In un giorno d’inverno, Ahmaud Arbery, 25 anni, afroamericano, esce a correre nella cittadina di Brunswick, Georgia. Si tratta di un paese di media grandezza per lo spopolato sud statunitense, di quindicimila abitanti circa, il 30.4% dei quali vive sotto la soglia di povertà, quasi uno stereotipo di una regione di cui tutti, approssimativamente, hanno un’idea in testa. Una città che potrebbe chiamarsi in migliaia di modi diversi; ma oggi si chiama proprio così.

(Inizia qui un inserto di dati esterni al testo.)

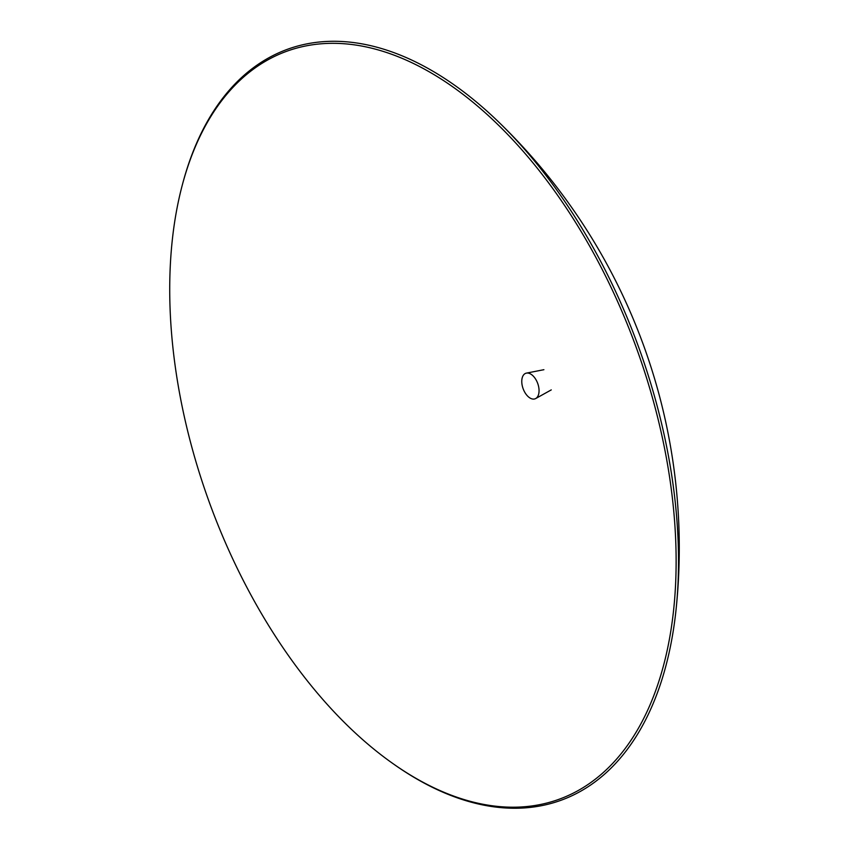 <?xml version="1.0" encoding="UTF-8"?>
<svg xmlns="http://www.w3.org/2000/svg" width="849" height="849" viewBox="0 0 849 849"><rect width="100%" height="100%" fill="white"/><g stroke="black" fill="none" stroke-linecap="round" stroke-linejoin="round"><path stroke-width="1.27" d="M676.091 554.991A398.022 227.054 -110 0 0 496.474 123.232A398.022 227.054 -110 0 0 182.132 185.676A398.022 227.054 -110 0 0 169.758 295.579A398.022 227.054 -110 0 0 393.045 763.665A398.022 227.054 -110 0 0 673.724 608.988A398.022 227.054 -110 0 0 676.091 554.991M393.045 763.665L394.286 764.546A399.635 227.978 -110 0 0 676.101 609.232A399.635 227.978 -110 0 0 678.478 555.013A399.635 227.978 -110 0 0 498.14 121.513A399.635 227.978 -110 0 0 182.524 184.201L182.132 185.676M531.739 374.738A13.584 7.747 -110 0 0 526.433 373.114A13.584 7.747 -110 0 0 521.88 383.451A13.584 7.747 -110 0 0 529.086 397.385A13.584 7.747 -110 0 0 535.708 398.531A13.584 7.747 -110 0 0 538.786 387.515A13.584 7.747 -110 0 0 531.739 374.738M676.101 609.232A592.528 592.528 0 0 0 498.14 121.513M543.901 369.697L526.433 373.114M551.266 389.893L535.708 398.531"/></g></svg>
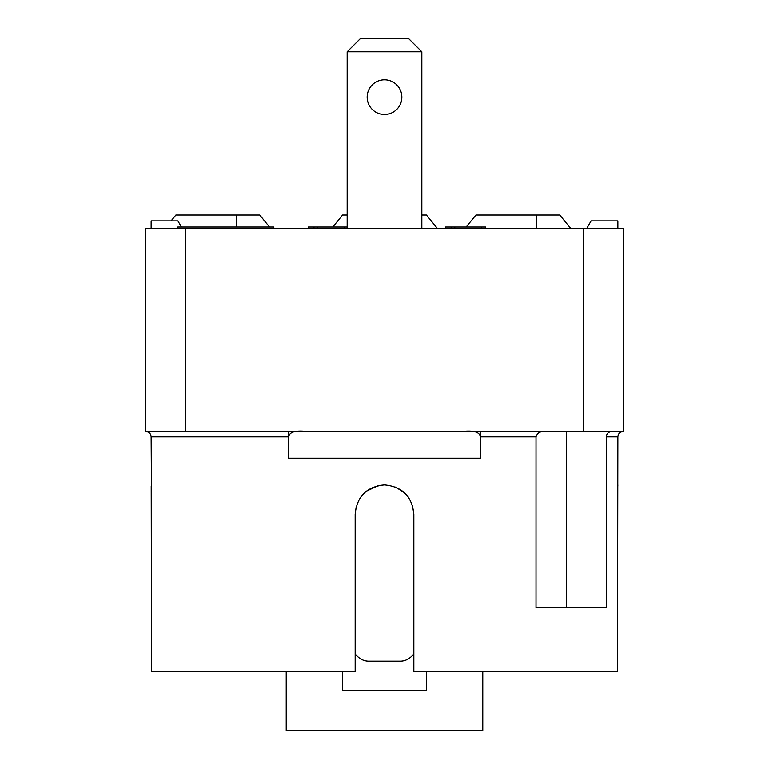 <?xml version="1.0" encoding="UTF-8"?>
<svg xmlns="http://www.w3.org/2000/svg" width="769" height="769" viewBox="0 0 769 769"><rect width="100%" height="100%" fill="white"/><g stroke="black" fill="none" stroke-linecap="round" stroke-linejoin="round"><path stroke-width="1.15" d="M426.507 671.606L426.507 690.543L342.493 690.543L342.493 671.606M617.863 228.345L617.863 220.876L591.111 220.876L586.805 228.345M181.426 227.009L177.889 220.876L151.137 220.876L151.137 228.345M347.165 51.783L347.165 228.345L421.835 228.345L421.835 51.783L408.502 38.45L360.498 38.45L347.165 51.783L421.835 51.783M367.169 97.125A17.331 17.331 0 0 1 393.17 82.11A17.331 17.331 0 0 1 393.17 112.139A17.331 17.331 0 0 1 367.169 97.125M185.8 228.345L145.802 228.345L145.802 431.572L185.8 431.572L185.8 228.345L583.2 228.345L583.2 431.572L185.8 431.572M611.864 431.572C608.519 431.832 606.645 433.61 606.26 436.907L617.863 436.907C618.151 433.697 619.929 431.918 623.198 431.572L623.198 228.345L583.2 228.345M286.222 671.606L286.222 730.55L482.778 730.55L482.778 671.606M151.214 486.344L151.512 671.606L355.163 671.606L355.163 514.25L356.278 506.252M364.256 493.016L366.294 491.247L378.483 485.537L384.5 484.912C366.678 486.662 356.903 496.447 355.163 514.25M395.593 487.104L404.494 492.785L408.377 497.207M412.501 505.56L413.837 514.25C412.088 496.438 402.312 486.662 384.5 484.912M413.837 653.996C409.925 658.725 405.474 661.119 400.505 661.205L368.495 661.205C363.526 661.119 359.075 658.725 355.163 653.996C359.075 658.725 363.526 661.119 368.495 661.205L400.505 661.205M623.198 431.572L583.2 431.572M151.512 498.254L151.137 436.907L288.49 436.907L288.49 458.247L480.51 458.247L480.51 438.032C480.548 432.265 474.3 430.111 461.765 431.572L462.371 431.572M413.837 514.25L413.837 671.606L617.488 671.606L617.863 436.907M617.565 492.006L617.795 486.306M617.824 485.691L617.863 484.912M606.26 436.907L606.26 607.597L536.012 607.597L536.012 436.907C537.214 433.216 539.915 431.438 544.106 431.572M536.012 436.907L480.51 436.907L480.51 458.247M306.62 431.572L307.235 431.572C294.844 430.092 288.596 432.245 288.49 438.032L288.49 458.247M480.51 431.572L480.51 438.032M288.49 431.572L288.49 438.032M566.551 607.597L566.551 431.572M344.464 228.345L344.464 227.009L347.165 227.009M317.655 228.345L317.655 227.009L344.464 227.009M313.983 228.345L313.983 227.009L317.655 227.009M308.407 228.345L308.407 227.009L313.983 227.009M485.691 228.345L485.691 227.009L481.615 227.009L481.615 228.345M454.796 228.345L454.796 227.009L481.615 227.009M451.134 228.345L451.134 227.009L454.796 227.009M445.559 228.345L445.559 227.009L451.134 227.009M273.822 228.345L273.822 227.009L177.802 227.009L177.802 228.345M269.525 227.009L259.73 215.012L175.89 215.012L171.103 220.876M236.669 227.009L236.669 215.012M437.301 228.345L426.42 215.012L421.835 215.012M347.165 215.012L342.58 215.012L332.785 227.009M536.714 228.345L536.714 215.012L475.934 215.012L466.139 227.009M570.656 228.345L559.765 215.012L536.714 215.012M151.137 436.907C150.849 433.697 149.071 431.918 145.802 431.572"/></g></svg>

Lo stesso giorno, vengono trovati a fianco del suo cadavere Gregory e Travis McMichael, padre e figlio, residenti del quartiere. Per il padre, un passato nella forza di polizia di Glynn County, da investigatore. Sotto il comando diretto di Jackie Johnson, procuratrice generale di Brunswick. Dopo un breve inseguimento, sul loro furgoncino bianco, avrebbero tagliato la strada al giovane Ahmaud, sparato un colpo a vuoto, e in seguito, il figlio, sarebbe sceso dal retro del furgone, aprendo il fuoco a distanza ravvicinata contro il runner. Arbery provò a difendersi, ma, disarmato, non poté nulla contro il fucile a pompa imbracciato da Travis. La versione raccontata alla polizia dello stato del Virginia, da Gregory McMichael, è quella di una sfortunata, seppur inevitabile disputa tra il figlio e un “aggressivo” uomo nero che, trovatosi di fronte a due uomini bianchi “razionali”, che da cittadini qualunque stavano investigando una “scia di irruzioni domestiche nel quartiere di Satilla Shores. Ahmaud, quella mattina, mentre stava correndo, si era fermato all’ingresso di una residenza in costruzione, curiosando per capire se ci fosse qualcuno, e, dopo aver visto che era vuota, se ne era allontanato. Tanto è bastato ad allertare i sistemi di sicurezza, direttamente collegati al 9-1-1 in caso di emergenza. Gregory McMichael viene ascoltato in quanto testimone, e nulla più.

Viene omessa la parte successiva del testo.